But when we want performance for specific things specialist architectures or specialist extensions to the general purpose core will get used more and more. This is already the case in mobile phones. They have a bunch of different processors and chips crunching on things in there.
Who wants performance today? Well, still the graphics and gamer guys. But now the bitcoin miners, see how they developed their own custom hardware, throwing Intel or other general purpose cores at it is not a good solution. What about the deep learning guys? Same story.
Like you say, the ratios vary with target audience.
What has changed is the ease of contract manufacturing and of course the number of transistors to work with.
To maintain the performance outcome of Moores Law, the designers must now think about using those available transistors in a much better way. IOW they are going to need to think rather than just throw transistors at the problem. This is something not really done over the past some 30 years. It's just like assembler programmers could squeeze much more out of the early processors in less code space.
I still believe we will see the increase in transistors on the chip. But the extras will be used differently. I expect there to be a new layer set supporting a layer of RAM. That could add a GB or more directly accessible to the CPU(s) at chip speed. The power increase for the chip would be negligible. Now we wouldn't need al those levels of cache, so those complexities, and the transistors (and space) implementing both the cache and support can be retargetted.
I also expect we will see further breakthroughs in the way transistors are built, along the lines of the FinFET. This will reduce the footprint size, leakage, and tweak the speed. This might require more layers to achieve this. Design Engineers are going to have to think for a change!

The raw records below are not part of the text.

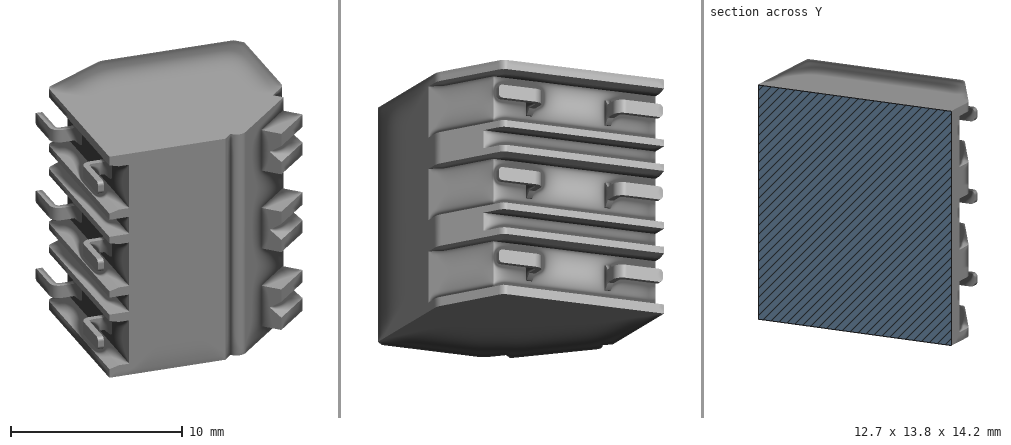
import cadquery as cq
import math

width = 12.7
depth = 12.94
height = 14.2
poles = 3
pitch = 5.0
pole_heights = [(i - (poles - 1) / 2) * pitch for i in range(poles)]

back_chamfer = 0.5
slant_angle = math.radians(60)
slant_top = 4.13
slant_foot = slant_top / math.tan(slant_angle)
slant_top_radius = 1.04
slant_foot_radius = 0.5
bevel_sum = 19.91
bevel_radius = 0.71
step = 0.48
land_start = 7.98
land_end = 12.17
land_radius = 0.6

floor_y = 1.24
recess_slant_top = 5.28
recess_opening = 3.1
rim_taper_height = 0.15
rim_taper_width = 0.6
groove_height = 1.1

button_start = 8.55
button_length = 2.12
button_rise = 0.91
button_height = 2.6
notch_half_width = 0.51
notch_depth = 0.74

pin_centre_x = 7.1
pin_tip_offset = 5.25
pin_leg_offset = 2.7
pin_thickness = 0.37
pin_front_y = -0.58
pin_width = 0.8
pin_root_width = 1.5
pin_root_end_y = 1.12
pin_embed = 0.57
bend_radius = 0.21
tip_radius = 0.24

land_sum = bevel_sum + 2 * step


def round_corner(body, x, y, radius):
    """Round the vertical edge that stands at (x, y)."""
    reach = 0.01
    corner = cq.selectors.BoxSelector(
        (x - reach, y - reach, -height),
        (x + reach, y + reach, height),
    )
    return body.edges(corner).fillet(radius)


def make_block():
    """Full-height prism of the housing outline with its rounded corners."""
    land_tip_x = land_end + step
    bevel_top_x = bevel_sum - depth
    block = (
        cq.Workplane("XY")
        .polyline([
            (slant_foot, 0),
            (width, 0),
            (width, bevel_sum - width),
            (land_end, bevel_sum - land_end),
            (land_tip_x, land_sum - land_tip_x),
            (land_start + step, land_sum - land_start - step),
            (land_start, bevel_sum - land_start),
            (bevel_top_x, depth),
            (back_chamfer, depth),
            (0, depth - back_chamfer),
            (0, slant_top),
        ])
        .close()
        .extrude(height / 2, both=True)
    )
    block = round_corner(block, slant_foot, 0, slant_foot_radius)
    block = round_corner(block, 0, slant_top, slant_top_radius)
    block = round_corner(block, bevel_top_x, depth, bevel_radius)
    return round_corner(block, land_tip_x, land_sum - land_tip_x, land_radius)


def make_recess():
    """Space in front of the recess floor, open at the front, left and right."""
    clearance = 0.71
    floor_corner_x = (recess_slant_top - floor_y) / math.tan(slant_angle)
    return (
        cq.Workplane("XY")
        .polyline([
            (0, recess_slant_top),
            (floor_corner_x, floor_y),
            (width, floor_y),
            (width, -clearance),
            (-clearance, -clearance),
            (-clearance, recess_slant_top),
        ])
        .close()
        .extrude(recess_opening / 2, both=True)
    )


def make_rim_taper():
    """Tapered lip on the bottom wall of a recess, following the rim.

    It runs past the right side so that only the front and slanted edges taper.
    """
    overrun = 2 * rim_taper_width
    outline = (
        cq.Workplane("XY")
        .polyline([
            (slant_foot, 0),
            (width + overrun, 0),
            (width + overrun, depth / 2 + overrun),
            (0, depth / 2 + overrun),
            (0, slant_top),
        ])
        .close()
    )
    taper = math.degrees(math.atan(rim_taper_width / rim_taper_height))
    base = outline.extrude(-rim_taper_height)
    base = round_corner(base, 0, slant_top, slant_top_radius)
    lip = (
        base.faces(">Z").wires().toPending().workplane()
        .extrude(rim_taper_height, taper=taper, combine=False)
    )
    return lip.translate((0, 0, -recess_opening / 2))


def make_button():
    """Push button square to the land, with a V notch across its face."""
    sink = step / 2
    base_y = land_sum - button_start
    button = (
        cq.Workplane("XY")
        .polyline([
            (button_start - sink, base_y - sink),
            (button_start + button_rise, base_y + button_rise),
            (button_start + button_rise + button_length, base_y + button_rise - button_length),
            (button_start + button_length - sink, base_y - button_length - sink),
        ])
        .close()
        .extrude(button_height / 2, both=True)
    )
    along = cq.Vector(1, -1, 0)
    face_corner = cq.Vector(button_start + button_rise, base_y + button_rise, 0)
    notch = (
        cq.Workplane(cq.Plane(origin=face_corner, xDir=(0, 0, -1), normal=along))
        .polyline([(-notch_half_width, 0), (0, -notch_depth), (notch_half_width, 0)])
        .close()
        .extrude(button_length * math.sqrt(2))
    )
    return button.cut(notch)


def make_right_pin():
    """Bent pin whose foot points toward +X, relative to the pin centre plane."""
    root_y = floor_y + pin_embed
    foot_back_y = pin_front_y + pin_thickness
    inner_x = pin_leg_offset
    outer_x = inner_x - pin_thickness
    strip = (
        cq.Workplane("XY")
        .polyline([
            (outer_x, root_y),
            (outer_x, pin_front_y),
            (pin_tip_offset, pin_front_y),
            (pin_tip_offset, foot_back_y),
            (inner_x, foot_back_y),
            (inner_x, root_y),
        ])
        .close()
        .extrude(pin_root_width / 2, both=True)
    )
    strip = round_corner(strip, outer_x, pin_front_y, bend_radius + pin_thickness)
    strip = round_corner(strip, inner_x, foot_back_y, bend_radius)

    half_root = pin_root_width / 2
    half_pin = pin_width / 2
    shoulder_y = pin_root_end_y - (half_root - half_pin)
    front_profile = (
        cq.Workplane("YZ")
        .polyline([
            (root_y, -half_root),
            (pin_root_end_y, -half_root),
            (shoulder_y, -half_pin),
            (pin_front_y, -half_pin),
            (pin_front_y, half_pin),
            (shoulder_y, half_pin),
            (pin_root_end_y, half_root),
            (root_y, half_root),
        ])
        .close()
        .extrude(pin_tip_offset)
    )
    return strip.intersect(front_profile).faces(">X").edges("|Y").fillet(tip_radius)


recess = make_recess()
lower_lip = make_rim_taper()
upper_lip = lower_lip.mirror("XY")
recess = recess.cut(lower_lip).cut(upper_lip)
button = make_button()
right_pin = make_right_pin()
pin_pair = right_pin.union(right_pin.mirror("YZ")).translate((pin_centre_x, 0, 0))

result = make_block()
for z in pole_heights:
    result = result.cut(recess.translate((0, 0, z)))

for z in pole_heights[:-1]:
    groove = cq.Workplane("XY").box(width, floor_y, groove_height, centered=(False, False, True))
    result = result.cut(groove.translate((0, 0, z + pitch / 2)))

for z in pole_heights:
    result = result.union(button.translate((0, 0, z)))
    result = result.union(pin_pair.translate((0, 0, z)))

Also, I don't expect RISC-V to be the saviour. We'll see other changes too. It's great to provide single clock execution for simple instructions, and having a number of them exccute in parallel too. But we've spent way too much time on floating point arithmetic. It's time to improve fixed point maths. Perhaps we need 64-bit add/sub/mult/div instructions with MULT taking 2 x 64bit giving a 128bit result and a register containing info on the result (like how many leading zeros in the result). DIV takes a 128bit and a 64bit divisor giving a 64bit result and 64bit remainder. Now we don't have overflows to deal with either. I worked on an assembler mini that did this from the seventies using 10 digit decimals.

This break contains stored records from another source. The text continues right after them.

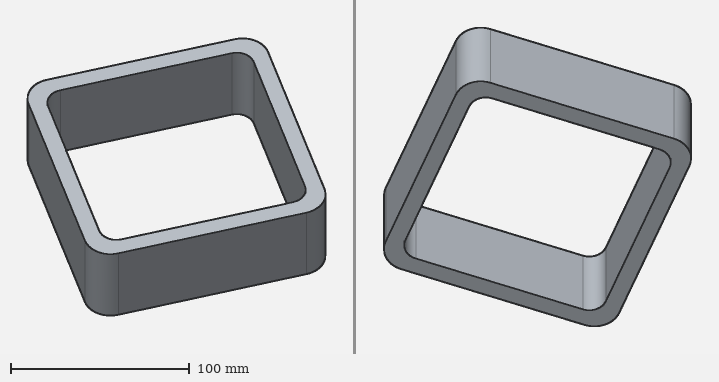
import cadquery as cq

side = 140.0
height = 50.0
wall = 10.0
outer_radius = 15.0
inner_radius = 10.0

opening = side - 2 * wall


def rounded_block(width, corner_radius):
    """Square block with rounded vertical edges, standing on the XY plane."""
    block = cq.Workplane("XY").rect(width, width).extrude(height)
    return block.edges("|Z").fillet(corner_radius)


result = rounded_block(side, outer_radius).cut(rounded_block(opening, inner_radius))
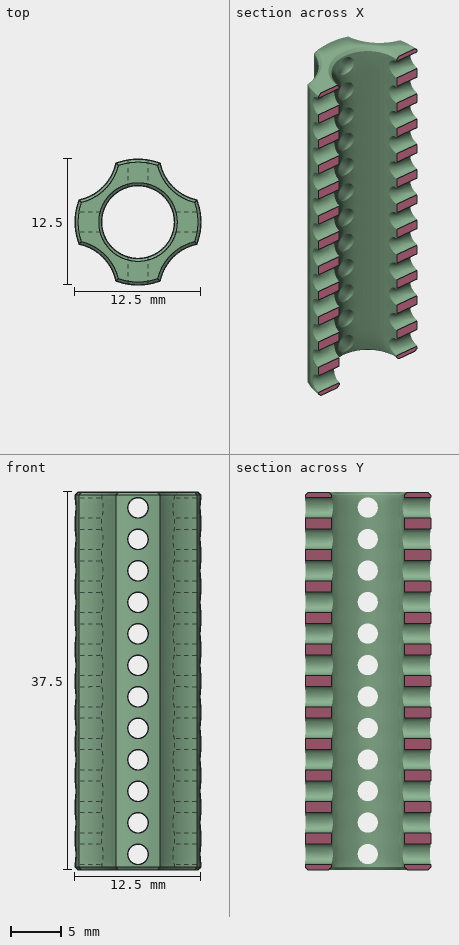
import cadquery as cq
import math

OUTER_DIAMETER = 12.5
LENGTH = 37.5
BORE_DIAMETER = 7.2
CHAMFER = 0.3

LOBE_COUNT = 4
LOBE_WIDTH = 4.4
FLUTE_RADIUS = 4.7

HOLE_DIAMETER = 2.0
HOLES_PER_ROW = 12

outer_radius = OUTER_DIAMETER / 2
lobe_angle = 360 / LOBE_COUNT
lobe_half_angle = math.degrees(math.asin(LOBE_WIDTH / 2 / outer_radius))
flute_half_angle = math.radians(lobe_angle / 2 - lobe_half_angle)
flute_half_chord = outer_radius * math.sin(flute_half_angle)
chord_distance = outer_radius * math.cos(flute_half_angle)
flute_center_distance = chord_distance + math.sqrt(FLUTE_RADIUS**2 - flute_half_chord**2)
flute_floor_radius = flute_center_distance - FLUTE_RADIUS
hole_pitch = LENGTH / HOLES_PER_ROW


def polar(radius, angle):
    """Point at the given radius and angle in degrees about the axis."""
    return radius * math.cos(math.radians(angle)), radius * math.sin(math.radians(angle))


def fluted_body():
    """Bar with four convex lobes and four concave flutes, chamfered at both ends."""
    outline = cq.Workplane("XY").moveTo(*polar(outer_radius, -lobe_half_angle))
    for index in range(LOBE_COUNT):
        lobe_center = index * lobe_angle
        lobe_end = lobe_center + lobe_half_angle
        flute_center = lobe_center + lobe_angle / 2
        next_lobe_start = lobe_center + lobe_angle - lobe_half_angle
        outline = outline.threePointArc(polar(outer_radius, lobe_center), polar(outer_radius, lobe_end))
        outline = outline.threePointArc(
            polar(flute_floor_radius, flute_center), polar(outer_radius, next_lobe_start)
        )
    body = outline.close().extrude(LENGTH)
    return body.faces("<Z or >Z").edges().chamfer(CHAMFER)


def bore():
    """Axial through bore with a chamfered mouth at each end."""
    radius = BORE_DIAMETER / 2
    mouth_radius = radius + CHAMFER
    return (
        cq.Workplane("XZ")
        .moveTo(0, 0)
        .lineTo(mouth_radius, 0)
        .lineTo(radius, CHAMFER)
        .lineTo(radius, LENGTH - CHAMFER)
        .lineTo(mouth_radius, LENGTH)
        .lineTo(0, LENGTH)
        .close()
        .revolve(360, (0, 0, 0), (0, 1, 0))
    )


def cross_holes(plane):
    """Row of evenly pitched holes running through the part, normal to the plane."""
    centers = [(0, (index + 0.5) * hole_pitch) for index in range(HOLES_PER_ROW)]
    return (
        cq.Workplane(plane)
        .pushPoints(centers)
        .circle(HOLE_DIAMETER / 2)
        .extrude(OUTER_DIAMETER, both=True)
    )


result = fluted_body().cut(bore())
for row_plane in ("XZ", "YZ"):
    result = result.cut(cross_holes(row_plane))

They also are using the latest memory technology to get really wide/fast throughput (orders of magnitude above current CPU levels, approaching Terabytes/s vs in the tens of Gigabytes/s).
You can program them in a C like language too.
wow. I did not know that at all. Thousands of cores running in parallel on a GPU. Interesting. C like language, hmm. Can you maybe give me some keywords for googling?
I remember from other posts of you that you have experience in game programming, as a COBOL programmer I am usually very far away from even simple graphical environments, but would be interested for personal fun.
I will start with 'Volta full set' no clue what that is, yet...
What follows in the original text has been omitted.